Columns (1) and (2). Spatial profile of the density fluctuations determined from the Bogoliubov calculation for each mode. The two columns allow to categorize the modes within tube 1 and 2 into symmetric and antisymmetric modes. Symmetric modes are labeled in blue, while antisymmetric modes are labeled in orange. For instance, the third and fourth rows display the first excited state in the symmetric and antisymmetric sectors.
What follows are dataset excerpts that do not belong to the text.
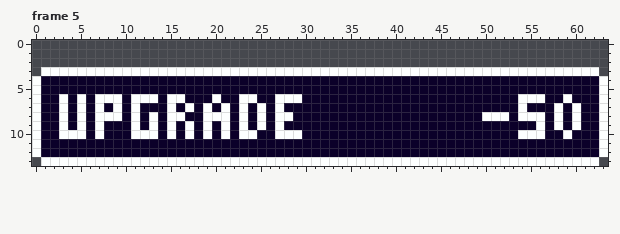
Two versions of one pixel-art file, assets/ui/buttons/upgrade_barracks/button-upgrade-medium.aseprite. This is how it looked before the edit.
64x14 pixels, 5 frames. Shown: frame 5. The commit also changed other frames, which this record leaves out.
After the commit:
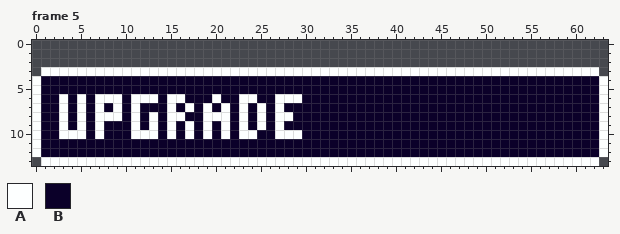
Palette (. is transparent): A #fdffff  B #0b0029
The edit:
Frame 5, layer "Layer 2":
Colour A gives way to colour B in row 6 at x 54 to 56 and 59; in row 7 at x 54, 58 and 60; in row 8 at x 50 to 52, 54 to 56, 58 and 60; in row 9 at x 56, 58 and 60; in row 10 at x 54 to 56 and 59.
Changed places in both pictures, as pixel boxes (x1, y1, x2, y2):
changed: (482, 94, 581, 139)

By sorting the eigenvalues according to this symmetry considerations we show the dispersion relation of the symmetric (blue) and anti-symmetric (orange) modes in the right panel of Fig. 5. Column (3) shows the relation between the ground state current (light red) and the absolute value of the Bogoliubov mode functions (green). Note that the relative phase and the ground state current are peaked everywhere a soliton is formed in the relative phase profile of the two tubes; the modes in the antisymmetric sector are sensitive to the presence of solitons and are peaked at the same positions as the solitons. In the figure, we have plotted the absolute value of the Bogoliubov mode functions (green) to illustrate the influence of the modulation of the background field on the mode functions. The modes of the symmetric sectors show a milder spatial corrugation (see $m=2$). This is in contrast with the Pokrovsky-Talapov field theory where the symmetric modes are completely insensitive to soliton injection, because they do not couple to the antisymmetric modes.

Figure 7

Comparison with the Pokrovsky-Talapov model. Plot of $|{\rho }_{\text{mic.}}-{\rho }_{\text{PT}}|/{\rho }_{\text{mic.}}$, with ${\rho }_{\text{mic.}}$ the soliton density of the microscopic model studied in this work and ${\rho }_{\text{PT}}$ the soliton density of the effective PT field theory. A mismatch between ${\rho }_{\text{PT}}$ and ${\rho }_{\text{mic.}}$ indicates regions of the phase diagram, where corrections beyond the conventional PT description are present (microscopic parameters here are the same as in Fig. 2). Such corrections are more pronounced close to the critical point and vanish as the system size increases.

Figure 8

Finite $1/L$ scaling of the lowest eigenvalues of the Bogoliubov spectrum in the inhomogeneous phase (left, $Q=2.1$) and in the symmetric sector of the homogeneous phase (right, $Q=0.9$). The lowest energy eigenvalue crosses the horizontal axis around $L\simeq 60$ in both phases.